The La Crosse Polar Plunge is celebrating its 20th year in our community. 

"It's close to skydiving and I have done both," said Keith Torgerud, a longtime Polar Plunge participant.

Patrick Scheller, Keith Torgerud, and Edward Gray have been taking to the bitter cold waters for all 20 years. 

You might as well call them the three musketeers of the La Crosse Polar Plunge. 

"You do get this weird endorphin high out of it," Scheller said. 

Scheller said the event is something people enjoy doing every year. 

"It's just something that everyone who does it once will do it again," Scheller said. "That's what I tell people. If you can get them to do it once they will do it for the rest of their lives."

La Crosse superintendent of recreation Kerry Gloede said it's something everyone should try. 

"It's breathtaking; it literally takes your breath away," Gloede said. 

Gloede said she has helped put on this event since the beginning and says the La Crosse area has continued to grow in support. 

"I feel very blessed that the community for 20 years has supported this event and the Special Olympics athletes in our area," Gloede said. 

Whether you want to believe it or not, participants said the water isn't so bad.

"It's pins and needles for a little bit," Torgerud said. 

"It's kind of like, can you really tell if it's hot or cold? You can't really tell the difference," Scheller said. 
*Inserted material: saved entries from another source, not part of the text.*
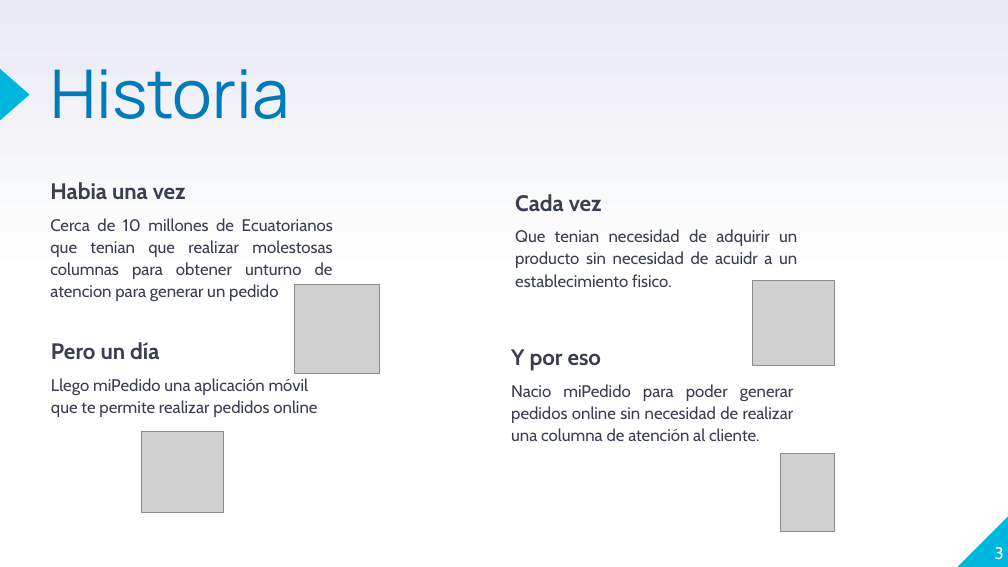
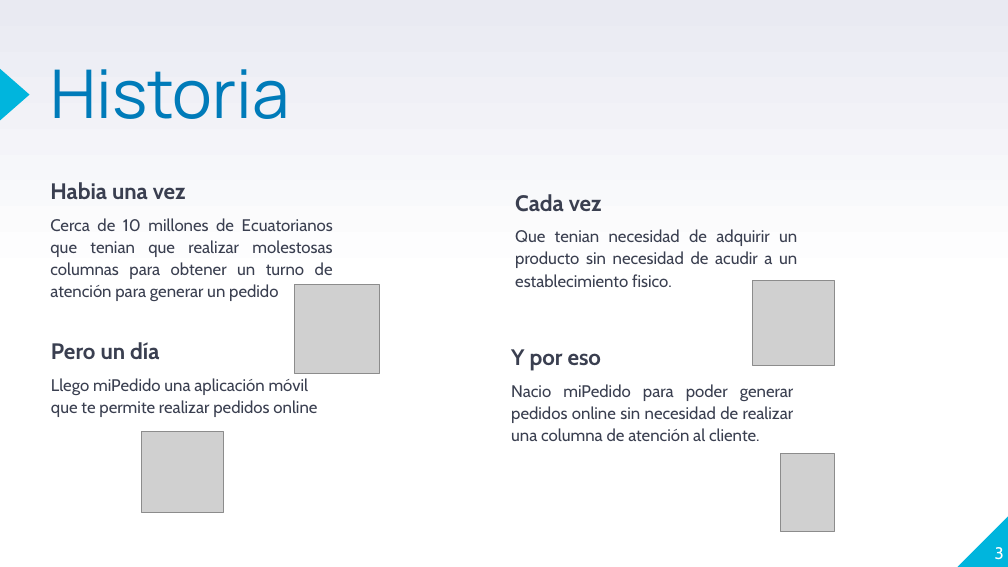
Before and after one commit to lcoronelcosta/integradora, a slide deck: slide 3 of Segundo Borrador - Luis Coronel.pptx. Drawn at 1008x567 pixels with LibreOffice and Linux fonts; fonts in the diff are those of the drawing; grey boxes stand for pictures. Boxes give left, top, right and bottom in pixels: in the first picture for what was removed or moved away, otherwise in the second. Text is boxed around its words. In the diff, an @@ line names an element or a change of style, - is before the commit and + after.

```diff
--- a/Segundo Borrador - Luis Coronel.pptx
+++ b/Segundo Borrador - Luis Coronel.pptx
@@ text at box(50, 218, 333, 301): text changed @@
-Cerca de 10 millones de Ecuatorianos que tenian que realizar molestosas columnas para obtener unturno de atencion para generar un pedido
+Cerca de 10 millones de Ecuatorianos que tenian que realizar molestosas columnas para obtener un turno de atención para generar un pedido
@@ text at box(515, 229, 797, 287): text changed @@
-Que tenian necesidad de adquirir un producto sin necesidad de acuidr a un establecimiento fisico.
+Que tenian necesidad de adquirir un producto sin necesidad de acudir a un establecimiento fisico.
```
Also in this commit, not shown: 5 other slides changed, 2 other files.
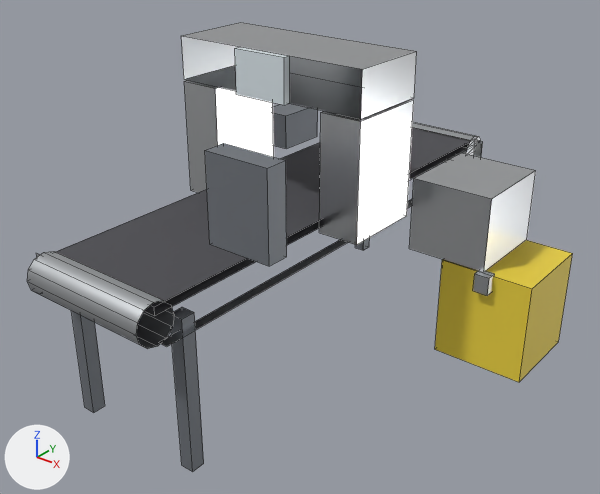
An edit to the FBX model Tools/butchery/fbx/SM_METAL_DETECTOR.fbx, drawn before and after from the same camera.
Camera for both pictures: a 50 mm lens placed at (2.247, -3.136, 2.5), pointed at (-0.115, -0.184, 0.669). The lights are fixed; the arrows at lower left show +X, +Y and +Z. The first picture is the older version. Mesh edges are drawn as thin lines.

Objects in the first picture: 'SM_METAL_DETECTOR'.
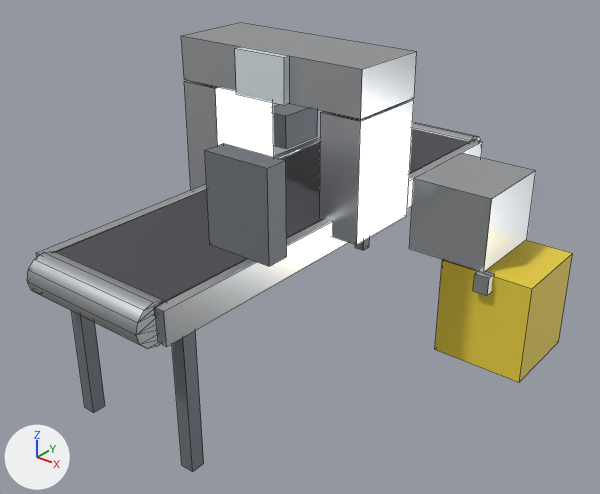
What differs and where, as boxes (x1, y1, x2, y2) in the pictures (600 x 494 px):
part 1 of me_sm_metal_detector_001, added
    after: (38, 36, 483, 349)

What the commit changed:
me_sm_metal_detector_001 is used by ob_sm_metal_detector; location (0.0, 0.0, 0.0).
me_sm_metal_detector_001 had 174 vertices, 136 faces and spanned x -0.9..0.9, y -1.4..1.4, z 0.0..1.63.
me_sm_metal_detector_001 now has 176 vertices, 159 faces and spans x -0.9..0.9, y -1.4..1.4, z 0.0..1.63.
Part 1, on me_sm_metal_detector_001:
2 vertices are added at (0.06, -1.3, 0.89), (0.11, -1.3, 0.89).
8 new faces join them, mat_m_butchery_stainless (light grey #dddfe2).
2 new faces join them, mat_m_butchery_rubber (dark grey #4b4b50).
13 new faces join them, mat_m_butchery_steelbrushed (light grey #c8cbce).
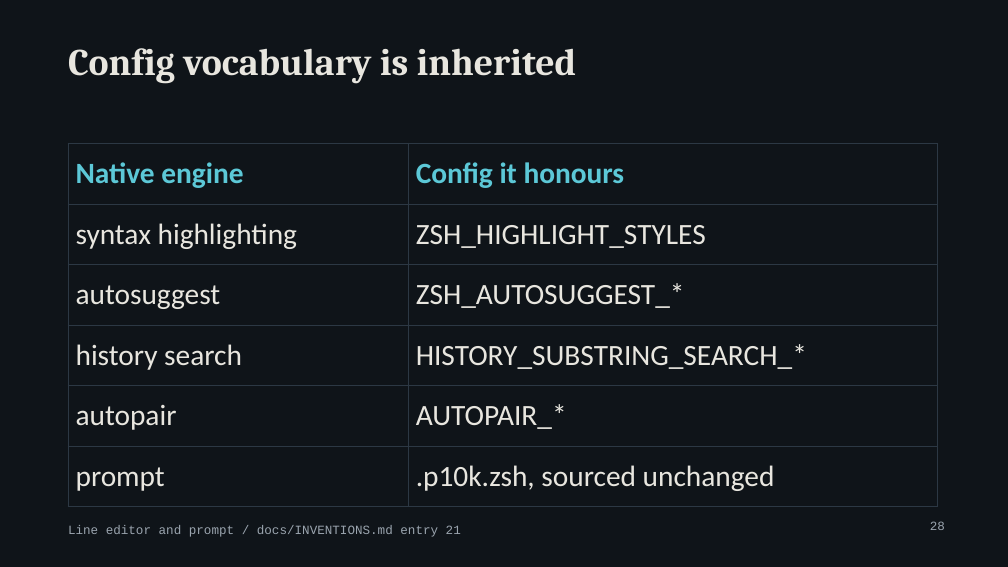
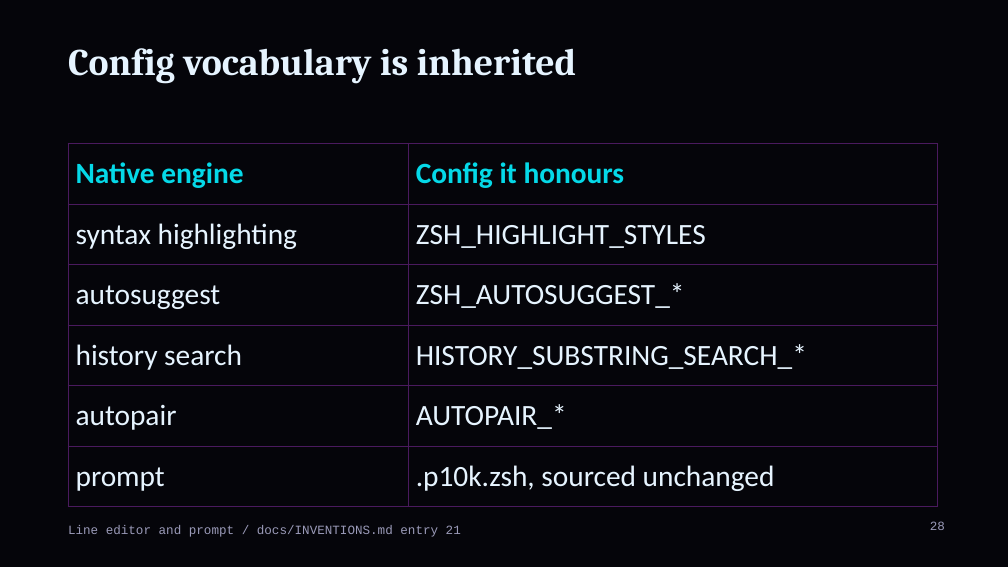
Before and after one commit to MenkeTechnologies/zshrs, a slide deck: slide 28 of docs/talk.pptx. Drawn at 1008x567 pixels with LibreOffice and Linux fonts; fonts in the diff are those of the drawing; background and template pictures are left out. Boxes give left, top, right and bottom in pixels: in the first picture for what was removed or moved away, otherwise in the second. Text is boxed around its words. In the diff, an @@ line names an element or a change of style, - is before the commit and + after.

Commit message:
docs: talk decks use the logo's cyberpunk palette

```diff
--- a/docs/talk.pptx
+++ b/docs/talk.pptx
@@ background #0F1419 to #05050A @@
@@ title "Config vocabulary is inherited" at box(68, 48, 577, 84): text colour #E8E6DF to #E6F4FF @@
@@ table at box(68, 144, 938, 495) @@
@@ text colour #5CC8D7 to #05D9E8 in "Native engine", "Config it honours" @@
@@ text colour #E8E6DF to #E6F4FF in "syntax highlighting", "ZSH_HIGHLIGHT_STYLES", "autosuggest", "ZSH_AUTOSUGGEST_*" and 6 more places @@
@@ borders changed @@
@@ text "Line editor and prompt / ..." at box(68, 525, 461, 537): text colour #9AA4AE to #9A9AB8 @@
@@ page number at box(930, 521, 945, 530): text colour #9AA4AE to #9A9AB8 @@
```
Also in this commit, not shown: 58 other slides changed, 2 other files.

Gloede said it's the suspense that kills. 

"The anticipation is worse than actually plunging, and afterwards everyone says it's not that bad," Gloede said.  

Organizers and volunteers help put on the event every year to make the day enjoyable and safe for everyone. 

Special Olympics athletes were the stars who helped kick off the show. 

"They are helping in the registration tent, they are helping at volunteer check-in, so the athletes are a big part of this event as well," Gloede said. 

It's a date community members won't miss. 

"It's something I look forward to every year, it's just one of the highlights," Scheller said. 

"Just supporting such a great group and a great cause is all of it," Torgerud said.  

They are experiencing a little freezing for one common reason.

"It's such an important event not only to raise money but to create awareness for Special Olympics and just to have all these people here supporting us is really amazing," Gloede said. 

Organizers said they want to hit last year's milestone of more than $142,000 dollars to go toward year-round programs for Special Olympics.